» Problem to work on
With pictures excluded, output exactly the lines that run from the first line of the data below through the line containing "(0, -bumper_length)], includeCurrent=True)".

» Records for the task
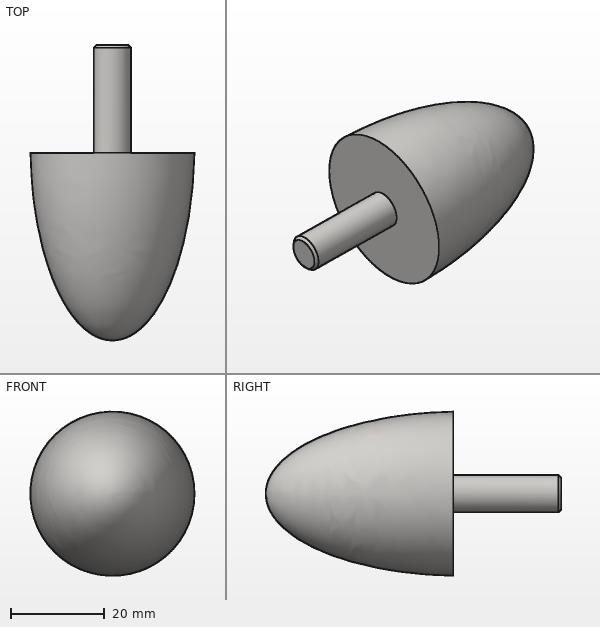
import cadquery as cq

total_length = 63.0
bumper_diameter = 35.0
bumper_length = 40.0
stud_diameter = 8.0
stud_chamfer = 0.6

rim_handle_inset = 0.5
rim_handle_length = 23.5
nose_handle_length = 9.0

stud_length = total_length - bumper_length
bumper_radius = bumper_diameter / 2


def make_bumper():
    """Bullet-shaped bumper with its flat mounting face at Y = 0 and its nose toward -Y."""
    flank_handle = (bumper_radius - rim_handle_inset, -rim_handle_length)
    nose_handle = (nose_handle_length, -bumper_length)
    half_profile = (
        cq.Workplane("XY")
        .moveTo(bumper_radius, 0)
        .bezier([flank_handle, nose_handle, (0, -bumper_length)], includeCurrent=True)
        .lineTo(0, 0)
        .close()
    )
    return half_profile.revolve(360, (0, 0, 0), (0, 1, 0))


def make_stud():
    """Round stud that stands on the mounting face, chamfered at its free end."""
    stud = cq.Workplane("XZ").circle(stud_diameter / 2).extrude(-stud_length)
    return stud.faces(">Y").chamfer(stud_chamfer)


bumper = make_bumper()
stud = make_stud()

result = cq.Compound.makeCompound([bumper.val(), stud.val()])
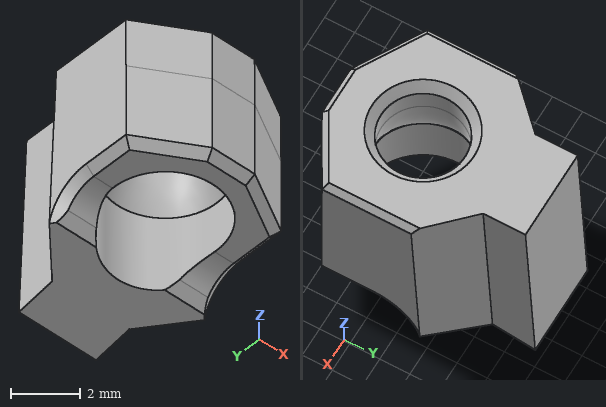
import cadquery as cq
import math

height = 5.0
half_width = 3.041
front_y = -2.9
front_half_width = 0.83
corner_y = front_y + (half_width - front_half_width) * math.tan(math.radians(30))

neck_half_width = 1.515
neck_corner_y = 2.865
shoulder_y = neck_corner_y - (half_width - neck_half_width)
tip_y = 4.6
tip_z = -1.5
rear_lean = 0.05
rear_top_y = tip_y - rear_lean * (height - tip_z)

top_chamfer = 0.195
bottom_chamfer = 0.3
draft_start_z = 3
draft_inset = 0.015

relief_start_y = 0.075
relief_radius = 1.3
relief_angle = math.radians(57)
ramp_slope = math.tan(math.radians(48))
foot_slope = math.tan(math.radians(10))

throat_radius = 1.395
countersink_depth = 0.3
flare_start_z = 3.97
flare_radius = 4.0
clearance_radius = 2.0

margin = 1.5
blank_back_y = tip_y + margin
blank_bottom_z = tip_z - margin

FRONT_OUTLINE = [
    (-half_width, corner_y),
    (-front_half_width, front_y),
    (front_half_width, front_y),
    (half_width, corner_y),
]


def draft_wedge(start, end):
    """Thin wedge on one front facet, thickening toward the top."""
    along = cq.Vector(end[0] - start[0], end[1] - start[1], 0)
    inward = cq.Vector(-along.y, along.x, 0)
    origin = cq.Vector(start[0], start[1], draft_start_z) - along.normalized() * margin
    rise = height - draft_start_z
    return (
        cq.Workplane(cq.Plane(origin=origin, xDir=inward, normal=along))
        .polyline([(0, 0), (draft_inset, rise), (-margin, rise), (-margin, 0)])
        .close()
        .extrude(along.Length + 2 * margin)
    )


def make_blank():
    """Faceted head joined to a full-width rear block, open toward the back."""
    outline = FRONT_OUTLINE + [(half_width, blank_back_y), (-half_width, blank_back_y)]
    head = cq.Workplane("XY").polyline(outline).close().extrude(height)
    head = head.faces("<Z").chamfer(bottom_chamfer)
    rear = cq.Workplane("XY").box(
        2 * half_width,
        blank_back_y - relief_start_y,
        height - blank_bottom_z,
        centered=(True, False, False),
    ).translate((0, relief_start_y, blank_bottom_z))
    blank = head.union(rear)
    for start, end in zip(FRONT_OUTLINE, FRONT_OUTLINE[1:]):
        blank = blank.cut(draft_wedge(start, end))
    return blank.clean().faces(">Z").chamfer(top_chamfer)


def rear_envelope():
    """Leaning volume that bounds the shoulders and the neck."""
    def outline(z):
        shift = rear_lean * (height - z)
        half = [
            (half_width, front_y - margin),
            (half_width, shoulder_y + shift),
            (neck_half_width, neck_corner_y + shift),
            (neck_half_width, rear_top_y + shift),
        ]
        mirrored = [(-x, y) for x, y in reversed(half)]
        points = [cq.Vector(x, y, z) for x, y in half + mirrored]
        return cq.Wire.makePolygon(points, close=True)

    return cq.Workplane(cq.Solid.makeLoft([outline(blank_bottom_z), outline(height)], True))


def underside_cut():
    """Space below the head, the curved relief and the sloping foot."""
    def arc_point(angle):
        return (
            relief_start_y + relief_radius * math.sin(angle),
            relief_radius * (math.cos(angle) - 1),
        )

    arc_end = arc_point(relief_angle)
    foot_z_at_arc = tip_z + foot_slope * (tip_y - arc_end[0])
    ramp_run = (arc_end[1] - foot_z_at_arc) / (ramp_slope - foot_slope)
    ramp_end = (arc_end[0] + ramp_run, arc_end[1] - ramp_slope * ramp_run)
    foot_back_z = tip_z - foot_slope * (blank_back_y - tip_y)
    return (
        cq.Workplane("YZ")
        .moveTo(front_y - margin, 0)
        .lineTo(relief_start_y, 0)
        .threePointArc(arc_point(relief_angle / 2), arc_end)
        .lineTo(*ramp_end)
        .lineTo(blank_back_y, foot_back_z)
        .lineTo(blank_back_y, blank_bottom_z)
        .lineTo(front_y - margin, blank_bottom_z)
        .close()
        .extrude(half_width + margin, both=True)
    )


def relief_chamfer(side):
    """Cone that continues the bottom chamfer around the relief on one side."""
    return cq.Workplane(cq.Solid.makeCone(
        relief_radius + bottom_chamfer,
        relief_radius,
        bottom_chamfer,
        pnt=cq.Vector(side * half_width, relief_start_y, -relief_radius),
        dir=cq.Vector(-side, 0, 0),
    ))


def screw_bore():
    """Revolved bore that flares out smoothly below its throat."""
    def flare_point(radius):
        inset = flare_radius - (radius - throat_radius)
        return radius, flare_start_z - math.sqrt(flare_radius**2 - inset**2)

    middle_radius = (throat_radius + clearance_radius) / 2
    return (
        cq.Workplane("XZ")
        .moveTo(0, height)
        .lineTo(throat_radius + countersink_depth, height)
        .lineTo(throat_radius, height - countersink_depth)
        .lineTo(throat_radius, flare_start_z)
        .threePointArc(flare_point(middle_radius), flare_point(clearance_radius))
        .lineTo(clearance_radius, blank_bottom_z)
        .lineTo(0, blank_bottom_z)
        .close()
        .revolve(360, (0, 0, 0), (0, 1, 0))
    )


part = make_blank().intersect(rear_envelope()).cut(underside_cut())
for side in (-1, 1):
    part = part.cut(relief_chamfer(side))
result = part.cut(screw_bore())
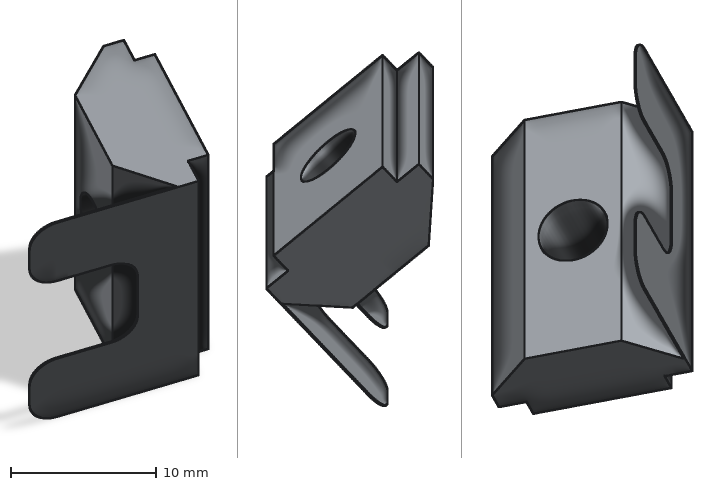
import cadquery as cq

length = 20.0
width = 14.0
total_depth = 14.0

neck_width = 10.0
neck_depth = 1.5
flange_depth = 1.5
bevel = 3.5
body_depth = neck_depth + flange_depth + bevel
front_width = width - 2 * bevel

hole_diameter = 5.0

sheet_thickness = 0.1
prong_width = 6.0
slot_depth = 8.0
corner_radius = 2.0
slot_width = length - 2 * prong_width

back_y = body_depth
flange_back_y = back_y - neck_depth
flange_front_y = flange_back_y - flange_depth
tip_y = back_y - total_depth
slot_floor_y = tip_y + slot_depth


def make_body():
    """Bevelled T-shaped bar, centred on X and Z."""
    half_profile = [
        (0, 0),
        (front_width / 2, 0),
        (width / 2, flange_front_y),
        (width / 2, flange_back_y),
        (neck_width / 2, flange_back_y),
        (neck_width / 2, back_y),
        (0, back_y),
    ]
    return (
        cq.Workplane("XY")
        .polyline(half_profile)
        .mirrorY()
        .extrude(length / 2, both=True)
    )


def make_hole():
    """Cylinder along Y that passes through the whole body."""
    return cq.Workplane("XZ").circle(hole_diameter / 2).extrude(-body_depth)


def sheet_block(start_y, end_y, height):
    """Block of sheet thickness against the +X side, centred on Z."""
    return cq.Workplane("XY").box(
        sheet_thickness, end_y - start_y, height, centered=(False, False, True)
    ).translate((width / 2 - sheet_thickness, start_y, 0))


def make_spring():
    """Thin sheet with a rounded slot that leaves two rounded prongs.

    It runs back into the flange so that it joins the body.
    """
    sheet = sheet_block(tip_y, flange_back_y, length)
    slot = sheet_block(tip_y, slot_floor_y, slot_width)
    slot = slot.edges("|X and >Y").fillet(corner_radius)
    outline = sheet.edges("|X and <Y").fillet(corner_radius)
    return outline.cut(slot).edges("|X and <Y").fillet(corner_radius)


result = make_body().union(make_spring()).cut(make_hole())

» Task output
import cadquery as cq

total_length = 63.0
bumper_diameter = 35.0
bumper_length = 40.0
stud_diameter = 8.0
stud_chamfer = 0.6

rim_handle_inset = 0.5
rim_handle_length = 23.5
nose_handle_length = 9.0

stud_length = total_length - bumper_length
bumper_radius = bumper_diameter / 2


def make_bumper():
    """Bullet-shaped bumper with its flat mounting face at Y = 0 and its nose toward -Y."""
    flank_handle = (bumper_radius - rim_handle_inset, -rim_handle_length)
    nose_handle = (nose_handle_length, -bumper_length)
    half_profile = (
        cq.Workplane("XY")
        .moveTo(bumper_radius, 0)
        .bezier([flank_handle, nose_handle, (0, -bumper_length)], includeCurrent=True)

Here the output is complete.